With that declarative statement, Diego asked to be taken to an art store to get supplies. He obtained some thick artist paper and a few paints at a local hobby shop and commandeered the dining room table as his makeshift studio. As children, the Dining Room was essentially off limits. It was a place for adults and in the many wonderful family dinners and parties that my parents continually hosted, the children were generally relegated to the kids table not the river barge-sized gleaming slab of mahogany that was now transformed into the Diego workbench.

He worked quickly that day. Diego had pastels and crayons, my crayons, and water colors. It was hard to believe that this great Master was equally inclined to work with my crayons as he was to pull an expensive European pastel from a dove-tailed wooden box. And so he worked. He did not mind me watching at all. He talked a little as he drew the lines in crayon and washed in the spaces with his pastels held flat. He asked if I liked grapes and he painted grapes. Then he painted quietly. He also filled in some of the fruits with watercolours. The whole piece was done in a little over an hour.

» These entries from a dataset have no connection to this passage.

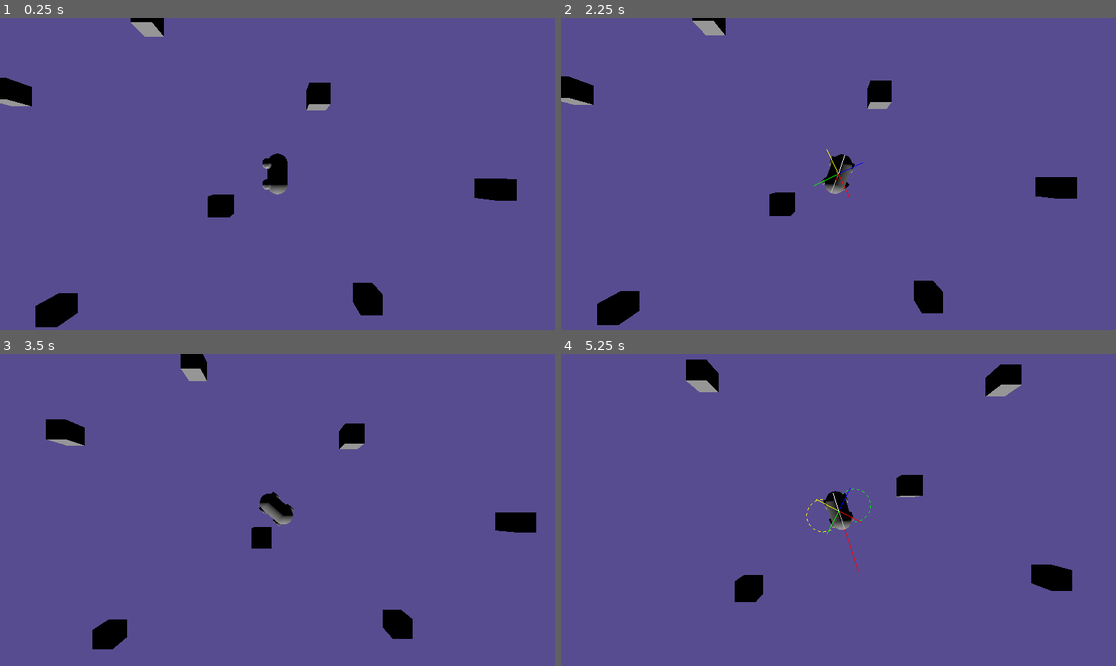
Above: before the commit, frames 1-4 (two rows, left to right).
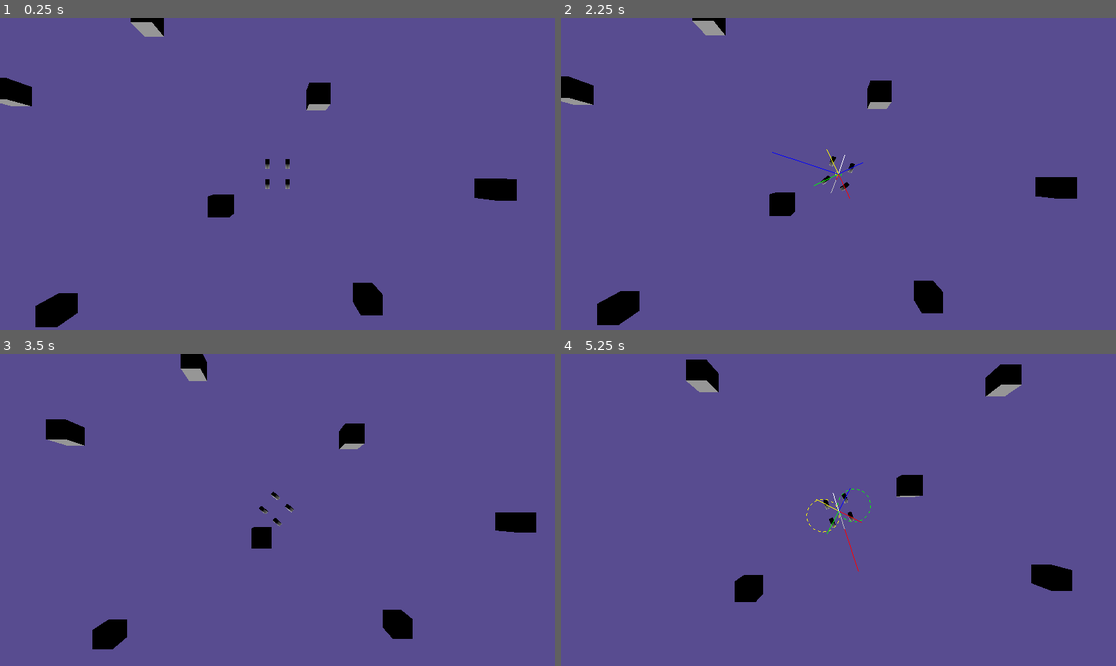
Above: after the commit, the same moments.

Repository: Herodegon/cargamedemo
Game: Godot game, scene res://scenes/game.tscn
The game is run twice, just before and just after one commit, with the same random seed, the same clock (stepped at 60 frames per second) and the same inputs.
Inputs:
- Up to frame 1 (0.25 s): no input
- Up to frame 2 (2.25 s): tap Enter at 0.5 s; hold D (turn_right) 0.53-1.28 s; hold F 0.53-1.28 s; tap Space at 1.25 s; hold S (brake) 1.28-2.03 s; tap P at 1.35 s; hold D (turn_right) from 2.03 s (still down); hold F from 2.03 s (still down)
- Up to frame 3 (3.5 s): release D (turn_right) at 2.78 s; release F at 2.78 s; hold W (accelerate) from 2.78 s (still down); tap P at 2.85 s
- Up to frame 4 (5.25 s): release W (accelerate) at 3.53 s; hold F 3.53-4.28 s; hold A (turn_left) 3.53-5.03 s; tap P at 4.35 s; hold S (brake) from 5.03 s (still down); hold F from 5.03 s (still down)

The runs differ from the first frame. In frame 1, 0.5% of the frame differs, in the area x 47-53%, y 43-57%; in frame 2, 0.4%; in frame 3, 0.4%; in frame 4, 0.4%.

Commit message:
Minor changes to player camera and body for debug purposes

Diff:
--- a/scenes/game.tscn
+++ b/scenes/game.tscn
@@ -22,7 +22,6 @@
 
 [node name="DirectionalLight3D" type="DirectionalLight3D" parent="."]
 transform = Transform3D(1, 0, 0, 0, 1, 0, 0, 0, 1, -15, 30, 15)
-sky_mode = 1
 
 [node name="ObjCube" parent="." instance=ExtResource("1_yqjtg")]
 transform = Transform3D(1, 0, 0, 0, 1, 0, 0, 0, 1, 1.98462, 0, -3.7778)
--- a/scenes/obj_player.tscn
+++ b/scenes/obj_player.tscn
@@ -34,6 +34,7 @@
 
 [node name="MeshInstance3D" type="MeshInstance3D" parent="."]
 transform = Transform3D(1, 0, 0, 0, -4.37114e-08, -1, 0, 1, -4.37114e-08, 0, 0, 0)
+visible = false
 mesh = SubResource("CapsuleMesh_rpkuc")
 
 [node name="WheelsFront" type="Node3D" parent="."]
--- a/scripts/game.gd
+++ b/scripts/game.gd
@@ -23,7 +23,6 @@
     # Initialize game scene
     var player = objects["ObjPlayer"].instantiate()
     player.position = Vector3.ZERO
-    player.rotation = Vector3.FORWARD
     add_child(player)
 
 func _process(delta: float) -> void:
--- a/scripts/obj_player.gd
+++ b/scripts/obj_player.gd
@@ -16,6 +16,8 @@
 ### [ ] - Add gear shifting (Does this add anything meaningful to the experience?)
 ### [X] - Add drifting mechanic
 ### [X] - Add wheels to car
+### [ ] - Fix world lighting
+### [ ] - Add stencil shader for world objects
 ### [ ] - Add jump mechanic
 ### [ ] - Add pitch spin when midair
 ### [ ] - Add yaw spin when midair
@@ -245,6 +247,7 @@
 		##! FEATURE: Add lag to camera movement, making the car appear faster than it is
 		#var camera_lag = net_friction_force.normalized() * (velocity.length()/max_speed) * 1.5
 		var camera_zoom = (velocity.length()/max_speed) * 5.0
+		#var camera_zoom = -3.0
 		move_camera(camera_offset + global_position + Vector3(0.0, camera_zoom, 0.0))
 
 		move_and_slide()
@@ -262,8 +265,10 @@
 		# Turn wheels if steering
 		for wheel in wheels_front:
 			var wheel_current_angle = wheel.rotation.y
-			var wheel_target_angle = sign(-input_dir.x) * abs(atan2(sin(wheel_steering.x), cos(wheel_steering.z)+(PI/4.0)))
+			var wheel_target_angle = sign(-input_dir.x) * abs(atan2(sin(PI/6.0), cos(PI/6.0)))
 			wheel.rotation.y = lerp_angle(wheel_current_angle, wheel_target_angle, 0.25)
+
+			wheel.mesh.material.set("shader_parameter/speed", velocity.length()/max_speed)
 
 		if (is_debug_enabled):
 			var debug_obj := [
@@ -275,7 +280,7 @@
 				#net_friction_force,
 				#accel_dir,
 				#turn_dir,
-				#wheel_steering,
+				wheel_steering,
 				#-global_transform.basis.x.normalized(),
 				#-global_transform.basis.z.normalized(),
 			]

The finished product was amazing. The blues and yellow dominate this colourful and bright piece. Diego gets great light on his bowl of fruit. The darkest part of the work is in the center with a progressively brightening halo expanding to the left side of the frame. His lines are soft but delineate the foreground subject from the cubist space from which it protrudes. It is kind of a reverse Vermeer effect.

My favourite part of this one is the referential fruit in the lower right. A pear a banana, maybe. Diego knew what our home needed that day. This bowl of fruit never stops feeding us.
                                                                                …..Christopher Voci

#Sinner or #Fisherman !!

A #surrealist example by DiegoVoci™ from the Brown #Family Collection in #Colorado, titled, “La dance des pecheurs”.

14 La dance des pecheurs, 23 x 19 oil on canvas, ca. late 60's
La Danse des Pecheurs, oil on canvas, 32″ x 23″ signed “Diego”

The word “pecheurs” has several meanings. “Pécheur” means “Sinner” and  “Pêcheur” can mean “Fisherman”.  “Danse des Pêcheurs” means “Fisherman Dance”.

To see more Google “Diego Voci” and click “images”, also see videos on YouTube.

AC P of W #59 4/9/2012

YOU AND I ARE #DIEGO VOCI’S #ACTORS ON HIS #STAGE

The world and all its’ people were players on DIEGO Voci’s stage. 

What’s your interpretation of DIEGO’s “Mural” at the Voci Family Home?
Helga Voci Mural

DIEGO’s living spirit is contained in framed canvases and muraled on interior walls.

A large wall mural painted by #DIEGO still lives today at the original VOCI Family (pronounced VOH-chee) home, near Wiesbaden (Germany) where DIEGO’s widow, Helga Voci, lives today and where DIEGO lived and painted until his death on December 10, 1985.

The stories that live in DIEGO’s mind were expressed through his works of art.  What stories do you recall of DIEGO? Please email your stories to diegovociproject@gmail.com. 

You may not know when DIEGO saw you, but be sure in his mind, you were auditioning for some future performance DIEGO would direct with his magical brush on canvas.